Coming to Calgary in April to visit daughter, can you let me know of any good wool shops to visit. I cannot come home without buying something. Last time I visited it was fabric for my quilting, now I am into knitting, and want to bring back some wool, and patterns. Cannot come ba k with an empty suitcase?


----------



## marilyngf (Nov 5, 2011)

It is so amazing the amount of K P members that are local to each other.It is also wonderful to get together with like minded folk! Certainly happy you enjoyed your meeting!


----------



## craftyfifi (Dec 3, 2012)

I really enjoyed the KP lunch yesterday in Calgary  . It was lovely to meet other knitters and show some of our work and share ideas. I think we all made 7 new friends! A really big " thank you" to Shirley for organising this event and looking forward to meeting again in the future.


----------



## Finlay (Dec 8, 2012)

Deep thanks to Shirley for organizing this delightful event. It was wonderful to meet everyone and to share our passion for knitting. Some of us, particularly those who live in the south are planning to hold a knit and gab at the Calgary Farmers Market. Let me know if you're interested. I will post when we plan our first meeting.


----------



## Designer1234 (Aug 9, 2011)

Here is another picture - just so we have them both on the same page. 

Designer


----------



## JoanCB (May 11, 2011)

What a nice gathering of KPers. Makes me wish I still lived in Calgary !! I remember talking to you, Shirley, on Kp a couple years ago. We were going to get together for a coffee visit, but we had to move !
Keep up the good work ! I enjoy seeing your knitting !
JoanCB


----------



## Designer1234 (Aug 9, 2011)

Hi Joan! I thought of you when I organized it but couldn't remember where you had gone. If ever you are down this way, we can get together with the other Calgary girls. I have been keeping busy with the workshops on KP. talk to you later.


----------



## JoanCB (May 11, 2011)

Designer1234 said:


> Hi Joan! I thought of you when I organized it but couldn't remember where you had gone. If ever you are down this way, we can get together with the other Calgary girls. I have been keeping busy with the workshops on KP. talk to you later.
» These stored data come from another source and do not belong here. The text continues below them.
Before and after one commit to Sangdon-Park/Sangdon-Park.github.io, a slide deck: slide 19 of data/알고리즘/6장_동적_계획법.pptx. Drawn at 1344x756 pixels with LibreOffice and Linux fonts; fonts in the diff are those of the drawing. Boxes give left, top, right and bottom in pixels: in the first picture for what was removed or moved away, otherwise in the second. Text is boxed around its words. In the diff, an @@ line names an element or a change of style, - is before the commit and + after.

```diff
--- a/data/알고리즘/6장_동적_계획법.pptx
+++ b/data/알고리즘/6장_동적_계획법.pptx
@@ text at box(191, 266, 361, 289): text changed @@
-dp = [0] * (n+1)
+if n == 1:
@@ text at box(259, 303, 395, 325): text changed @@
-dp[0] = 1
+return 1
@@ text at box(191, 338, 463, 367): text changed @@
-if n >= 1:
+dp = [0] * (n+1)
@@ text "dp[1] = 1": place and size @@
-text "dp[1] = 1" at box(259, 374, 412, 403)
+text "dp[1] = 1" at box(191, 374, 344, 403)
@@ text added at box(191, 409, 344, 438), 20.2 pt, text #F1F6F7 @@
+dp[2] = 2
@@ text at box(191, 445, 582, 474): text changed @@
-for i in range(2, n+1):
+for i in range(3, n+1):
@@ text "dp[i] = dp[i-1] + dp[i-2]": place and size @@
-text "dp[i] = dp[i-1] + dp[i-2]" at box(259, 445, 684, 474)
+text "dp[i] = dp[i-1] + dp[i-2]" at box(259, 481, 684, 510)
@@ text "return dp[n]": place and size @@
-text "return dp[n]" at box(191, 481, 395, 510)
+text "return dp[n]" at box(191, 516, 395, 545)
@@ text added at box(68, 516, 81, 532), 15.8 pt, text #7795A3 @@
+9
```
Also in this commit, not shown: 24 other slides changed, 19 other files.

Thanks,Shirley. I'll keep that in mind for whenever I'm in Calgary. What a nice group you had. Nice to see them in a photo. makes it even more real !!
JoanCB


----------



## craftyfifi (Dec 3, 2012)

Jennyp1 said:


> Coming to Calgary in April to visit daughter, can you let me know of any good wool shops to visit. I cannot come home without buying something. Last time I visited it was fabric for my quilting, now I am into knitting, and want to bring back some wool, and patterns. Cannot come ba k with an empty suitcase?
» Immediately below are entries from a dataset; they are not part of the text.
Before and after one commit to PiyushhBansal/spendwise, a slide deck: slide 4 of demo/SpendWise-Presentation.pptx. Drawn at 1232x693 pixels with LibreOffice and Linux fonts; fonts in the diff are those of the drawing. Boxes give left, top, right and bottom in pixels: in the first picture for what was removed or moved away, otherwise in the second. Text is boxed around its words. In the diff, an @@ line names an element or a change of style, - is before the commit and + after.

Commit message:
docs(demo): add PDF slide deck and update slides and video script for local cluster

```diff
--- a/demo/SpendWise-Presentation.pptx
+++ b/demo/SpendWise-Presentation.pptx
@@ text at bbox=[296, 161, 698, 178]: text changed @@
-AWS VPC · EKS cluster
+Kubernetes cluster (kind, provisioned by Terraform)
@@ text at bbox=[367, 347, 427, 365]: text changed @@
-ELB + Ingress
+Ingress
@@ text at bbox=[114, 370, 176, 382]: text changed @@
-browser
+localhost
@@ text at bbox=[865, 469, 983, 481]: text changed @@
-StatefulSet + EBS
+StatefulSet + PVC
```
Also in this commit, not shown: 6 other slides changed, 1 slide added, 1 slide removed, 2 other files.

As you don't mention which part of the City your daughter lives I'll give you a couple of names that I use and I live in the NW. Gina Brown's Yarn and needlecraft and the address is: 107 - 5718 1A Street which is just east of Macleod Trail and about 2 blocks North of Chinook Mall. There is also Michaels and I know there is one in Signal Hill in the SW and one in Beacon Hill in the NW - could be more. I know what you mean about empty suitcase - my husband some years ago was stationed at Goose Bay, Labrador and I went to Halifax in Nova Scotia for a week. I hit so many wool shops that I had to go and buy an extra suitcase!! Where are you in Co Durham? I'm originally from UK and stayed with a friend in West Hartlepool a couple of times. I hope you enjoy your stay in Calgary.  
Fiona


----------



## Designer1234 (Aug 9, 2011)

There is a nice little yarn store right next to the LRT - on the other side of Crowchild Trail

It is The Knitting Room, 
The Knitting Room
Categories: Fabric Stores, Knitting Supplies [Edit]
5403 Crowchild Trail NW
Unit 121
Calgary, AB T3B 4Z1

403) 288-1959

It is a nice store and the manager is very easy to deal with and very helpful.
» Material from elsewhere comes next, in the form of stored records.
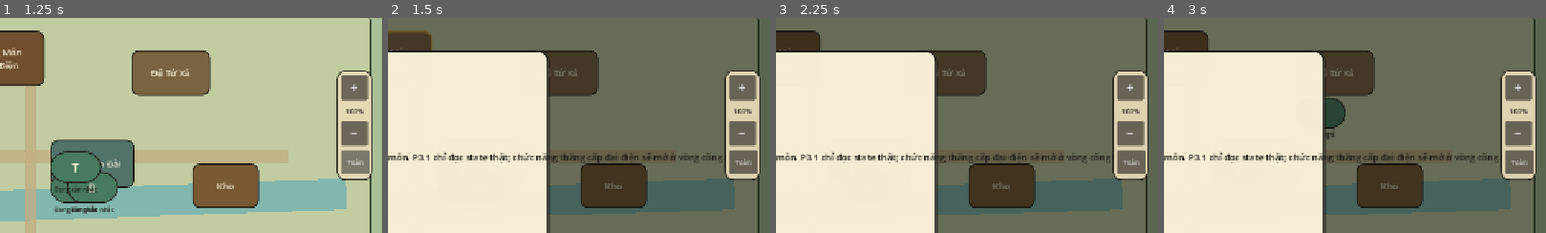
Above: before the commit, frames 1-4 (left to right).
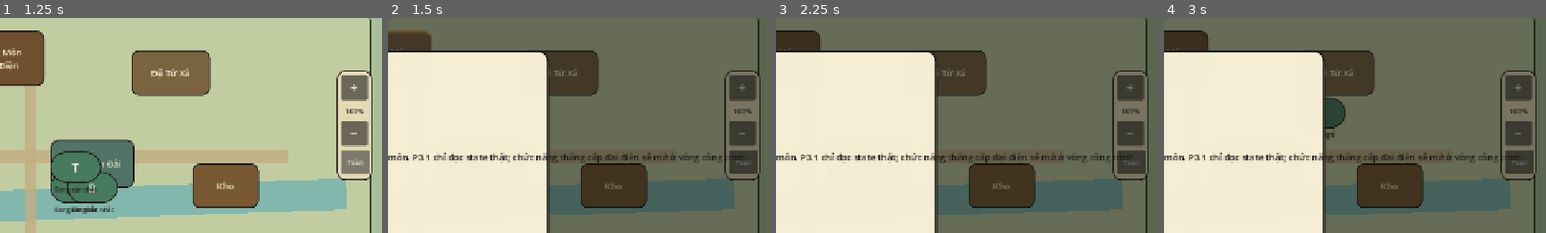
Above: after the commit, the same moments.

Repository: vuanhtuan161094-byte/TongMonBaDao
Game: Godot game, scene res://scenes/p3/p3_2_landscape_sect.tscn
Same seed, same stepped clock (60 frames per second), same inputs: the game is played once before the commit and once after it.
Inputs:
- Up to frame 1 (1.25 s): click "Toàn" at 0.5 s
- Up to frame 2 (1.5 s): click "Tông Môn Đại Điện" at 1.25 s
- Up to frame 3 (2.25 s): click "Đệ Tử Xá" at 2 s
- Up to frame 4 (3 s): click "Tu Luyện Đài" at 2.75 s
The pictures show only the part of the screen within x 50-100%, y 13-63%; the shares and areas given below are measured in that part.

Frame 1 is identical in both runs. In frame 2, 4.4% of the frame differs, in the area x 88-98%, y 24-76%; in frame 3, 4.4%; in frame 4, 4.4%.

Commit message:
Harden P3.2 camera input typing and popup layering

Diff:
--- a/godot/src/presentation/p3_2_landscape_sect.gd
+++ b/godot/src/presentation/p3_2_landscape_sect.gd
@@ -12,6 +12,7 @@
 
 func _ready() -> void:
     super._ready()
+    popup_layer.z_index = 100
     _reset_camera(false)
     _build_camera_controls()
 
@@ -36,6 +37,7 @@
     var panel := Panel.new()
     panel.position = Vector2(1204, 184)
     panel.size = Vector2(60, 184)
+    panel.z_index = 20
     panel.mouse_filter = Control.MOUSE_FILTER_STOP
     panel.add_theme_stylebox_override("panel", _style(Color(0.91, 0.86, 0.72, 0.92), INK, 2, 14))
     add_child(panel)
@@ -80,6 +82,7 @@
     hint.text = "Chụm 2 ngón: zoom  •  Kéo: di chuyển  •  Chạm đúp: phóng nhanh"
     hint.position = Vector2(704, 606)
     hint.size = Vector2(480, 26)
+    hint.z_index = 20
     hint.horizontal_alignment = HORIZONTAL_ALIGNMENT_RIGHT
     hint.add_theme_font_size_override("font_size", 11)
     hint.add_theme_color_override("font_color", Color(0.16, 0.16, 0.13, 0.74))
@@ -170,7 +173,8 @@
 
 func _zoom_at(screen_point: Vector2, requested_zoom: float, animate: bool) -> void:
     var transform := SectMapCamera.zoom_around_screen_point(map_layer.position, map_zoom, requested_zoom, screen_point)
-    _apply_camera(float(transform["zoom"]), Vector2(transform["position"]), animate)
+    var target_position: Vector2 = transform["position"]
+    _apply_camera(float(transform["zoom"]), target_position, animate)
 
 func _pan_camera(delta: Vector2) -> void:
     var next_position := SectMapCamera.pan_position(map_layer.position, delta, map_zoom)
@@ -179,11 +183,13 @@
 func _focus_world_point(world_point: Vector2) -> void:
     var target_zoom := maxf(map_zoom, SectMapCamera.FOCUS_ZOOM)
     var transform := SectMapCamera.focus_transform(world_point, target_zoom)
-    _apply_camera(float(transform["zoom"]), Vector2(transform["position"]), true)
+    var target_position: Vector2 = transform["position"]
+    _apply_camera(float(transform["zoom"]), target_position, true)
 
 func _reset_camera(animate: bool = true) -> void:
     var transform := SectMapCamera.reset_transform()
-    _apply_camera(float(transform["zoom"]), Vector2(transform["position"]), animate)
+    var target_position: Vector2 = transform["position"]
+    _apply_camera(float(transform["zoom"]), target_position, animate)
 
 func _apply_camera(zoom: float, position: Vector2, animate: bool) -> void:
     map_zoom = SectMapCamera.clamp_zoom(zoom)
@@ -216,14 +222,18 @@
         return
     var pair := _first_two_touch_points()
     if pair.size() >= 2:
-        last_pinch_distance = Vector2(pair[0]).distance_to(Vector2(pair[1]))
+        var point_a: Vector2 = pair[0]
+        var point_b: Vector2 = pair[1]
+        last_pinch_distance = point_a.distance_to(point_b)
 
 func _first_two_touch_points() -> Array:
     var keys: Array = touch_points.keys()
     keys.sort()
     if keys.size() < 2:
         return []
-    return [Vector2(touch_points[keys[0]]), Vector2(touch_points[keys[1]])]
+    var point_a: Vector2 = touch_points[keys[0]]
+    var point_b: Vector2 = touch_points[keys[1]]
+    return [point_a, point_b]
 
 func _camera_center() -> Vector2:
     return SectMapCamera.VIEW_RECT.position + SectMapCamera.VIEW_RECT.size * 0.5

easy to get to -- come to the northwest on Crowfoot trail and go left off on 53rd street right by Dalhousie Station - cross the tracks - there is a strip mall right at the corner - turn left and right into the strip mall. it is right there. lovely yarns and nice atmosphere. Your daughter will know where Crowchild Trail is turn off the first off ramp after Shaganappi trail then turn left over the tracks.

you can search The Knitting Room, Calgary for a map. Maybe when you come we could get together -- pm me when you are coming and I will give you my phone number - I am in the North West.


----------



## smasha12 (Oct 27, 2012)

I too would recommend Gina Brown's in the south of Calgary. Good selection of yarns and very knowledgeable staff, always willing to help you find a substitute yarn. Another small store is Pudding Yarn on 6th St SW just north of 17th Av SW. It carries Debbie Bliss yarns for sure and others, so you might not find DB yarns any cheaper than in the UK. Definitely a high end store.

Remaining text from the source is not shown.